-- Data under study --

-- Opening Marker --

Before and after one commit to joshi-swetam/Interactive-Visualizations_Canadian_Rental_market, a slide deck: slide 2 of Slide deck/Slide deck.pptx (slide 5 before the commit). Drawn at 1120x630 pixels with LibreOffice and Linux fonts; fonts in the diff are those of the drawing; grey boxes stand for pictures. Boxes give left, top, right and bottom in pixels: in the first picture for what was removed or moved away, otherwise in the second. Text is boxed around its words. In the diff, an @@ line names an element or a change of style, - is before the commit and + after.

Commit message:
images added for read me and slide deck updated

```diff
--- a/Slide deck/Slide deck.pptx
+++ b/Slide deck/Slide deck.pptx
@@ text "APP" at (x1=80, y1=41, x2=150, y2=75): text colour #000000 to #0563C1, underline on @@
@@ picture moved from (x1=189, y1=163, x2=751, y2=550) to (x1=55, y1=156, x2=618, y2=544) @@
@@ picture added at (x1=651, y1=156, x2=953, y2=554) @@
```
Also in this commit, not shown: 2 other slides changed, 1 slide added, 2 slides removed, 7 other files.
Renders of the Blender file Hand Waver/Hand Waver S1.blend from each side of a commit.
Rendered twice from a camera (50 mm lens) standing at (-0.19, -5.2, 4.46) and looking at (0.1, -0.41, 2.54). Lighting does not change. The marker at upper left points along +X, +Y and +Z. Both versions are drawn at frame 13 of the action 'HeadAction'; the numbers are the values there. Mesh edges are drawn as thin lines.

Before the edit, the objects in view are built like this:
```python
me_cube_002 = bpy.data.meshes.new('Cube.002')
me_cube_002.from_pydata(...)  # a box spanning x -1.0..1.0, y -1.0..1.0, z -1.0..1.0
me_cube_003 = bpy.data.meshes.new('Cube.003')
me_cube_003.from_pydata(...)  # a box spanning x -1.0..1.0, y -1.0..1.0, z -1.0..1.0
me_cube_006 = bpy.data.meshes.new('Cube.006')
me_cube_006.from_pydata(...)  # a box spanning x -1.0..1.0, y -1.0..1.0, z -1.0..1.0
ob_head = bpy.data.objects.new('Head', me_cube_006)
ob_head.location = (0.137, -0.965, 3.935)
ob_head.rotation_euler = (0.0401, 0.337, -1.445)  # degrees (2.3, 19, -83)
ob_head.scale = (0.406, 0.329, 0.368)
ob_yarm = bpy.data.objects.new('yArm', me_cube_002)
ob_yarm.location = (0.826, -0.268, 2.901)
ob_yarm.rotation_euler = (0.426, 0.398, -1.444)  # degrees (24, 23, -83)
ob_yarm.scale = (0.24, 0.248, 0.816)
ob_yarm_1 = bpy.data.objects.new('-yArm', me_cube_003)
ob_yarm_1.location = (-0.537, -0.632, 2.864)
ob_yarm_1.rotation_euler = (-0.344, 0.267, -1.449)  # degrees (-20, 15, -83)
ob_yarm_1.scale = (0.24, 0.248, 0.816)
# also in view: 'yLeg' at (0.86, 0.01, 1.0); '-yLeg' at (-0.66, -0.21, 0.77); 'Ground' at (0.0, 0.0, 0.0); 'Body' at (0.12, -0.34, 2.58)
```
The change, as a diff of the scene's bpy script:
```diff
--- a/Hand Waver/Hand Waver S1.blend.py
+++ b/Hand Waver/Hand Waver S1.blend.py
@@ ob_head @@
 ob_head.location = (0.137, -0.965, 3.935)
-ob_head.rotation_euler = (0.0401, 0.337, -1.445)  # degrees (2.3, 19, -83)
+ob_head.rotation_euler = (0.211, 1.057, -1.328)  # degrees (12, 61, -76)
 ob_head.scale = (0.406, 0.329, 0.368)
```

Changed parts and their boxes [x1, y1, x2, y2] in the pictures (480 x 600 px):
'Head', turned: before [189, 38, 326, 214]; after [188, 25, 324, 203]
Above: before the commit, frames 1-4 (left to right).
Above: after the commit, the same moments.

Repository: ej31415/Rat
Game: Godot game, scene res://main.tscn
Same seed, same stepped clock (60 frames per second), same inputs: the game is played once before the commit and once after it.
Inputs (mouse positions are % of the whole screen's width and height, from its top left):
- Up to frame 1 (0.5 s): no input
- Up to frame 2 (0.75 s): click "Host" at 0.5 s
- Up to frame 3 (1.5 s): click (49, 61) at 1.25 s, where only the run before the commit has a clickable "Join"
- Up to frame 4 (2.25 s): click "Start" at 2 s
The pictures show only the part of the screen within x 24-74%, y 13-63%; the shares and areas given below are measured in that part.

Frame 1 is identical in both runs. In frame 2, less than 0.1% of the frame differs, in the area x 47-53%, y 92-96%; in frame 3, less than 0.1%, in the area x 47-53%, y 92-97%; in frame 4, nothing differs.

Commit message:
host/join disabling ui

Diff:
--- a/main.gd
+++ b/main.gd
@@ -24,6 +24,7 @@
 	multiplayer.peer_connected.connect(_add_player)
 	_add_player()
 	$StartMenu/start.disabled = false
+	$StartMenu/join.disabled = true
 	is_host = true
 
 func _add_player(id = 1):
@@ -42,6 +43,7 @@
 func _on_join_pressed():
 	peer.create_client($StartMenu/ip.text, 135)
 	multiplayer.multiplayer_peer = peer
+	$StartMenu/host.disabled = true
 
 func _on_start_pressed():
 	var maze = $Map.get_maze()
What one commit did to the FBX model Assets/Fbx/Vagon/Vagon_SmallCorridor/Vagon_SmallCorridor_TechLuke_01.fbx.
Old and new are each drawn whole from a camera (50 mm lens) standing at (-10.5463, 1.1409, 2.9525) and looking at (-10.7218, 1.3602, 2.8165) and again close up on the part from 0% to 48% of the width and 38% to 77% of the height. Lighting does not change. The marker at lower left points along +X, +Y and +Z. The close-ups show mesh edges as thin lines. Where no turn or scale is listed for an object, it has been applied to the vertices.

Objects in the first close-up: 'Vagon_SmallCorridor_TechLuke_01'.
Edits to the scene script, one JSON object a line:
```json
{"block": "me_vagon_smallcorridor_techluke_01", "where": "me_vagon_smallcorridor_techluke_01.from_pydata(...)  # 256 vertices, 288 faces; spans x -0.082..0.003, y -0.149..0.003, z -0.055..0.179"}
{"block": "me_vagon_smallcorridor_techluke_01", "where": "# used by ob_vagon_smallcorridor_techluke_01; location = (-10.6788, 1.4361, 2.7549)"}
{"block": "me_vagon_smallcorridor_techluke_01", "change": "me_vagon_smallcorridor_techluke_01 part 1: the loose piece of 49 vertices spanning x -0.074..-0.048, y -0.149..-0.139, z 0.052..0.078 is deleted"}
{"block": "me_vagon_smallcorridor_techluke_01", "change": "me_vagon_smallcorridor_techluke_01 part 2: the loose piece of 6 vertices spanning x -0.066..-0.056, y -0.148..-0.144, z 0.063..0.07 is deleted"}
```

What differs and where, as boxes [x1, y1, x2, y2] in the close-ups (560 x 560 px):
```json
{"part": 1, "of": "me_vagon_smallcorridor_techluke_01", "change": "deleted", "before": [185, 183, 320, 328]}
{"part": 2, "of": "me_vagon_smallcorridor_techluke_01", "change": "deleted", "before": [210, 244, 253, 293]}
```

-- Closing Marker --

-- Work task --
With the line that has "var maze = $Map.get_maze()" as the first and the line that has "What one commit" as the last, repeat exactly that run of lines above and no more.

-- Answer to this problem --
 	var maze = $Map.get_maze()
What one commit did to the FBX model Assets/Fbx/Vagon/Vagon_SmallCorridor/Vagon_SmallCorridor_TechLuke_01.fbx.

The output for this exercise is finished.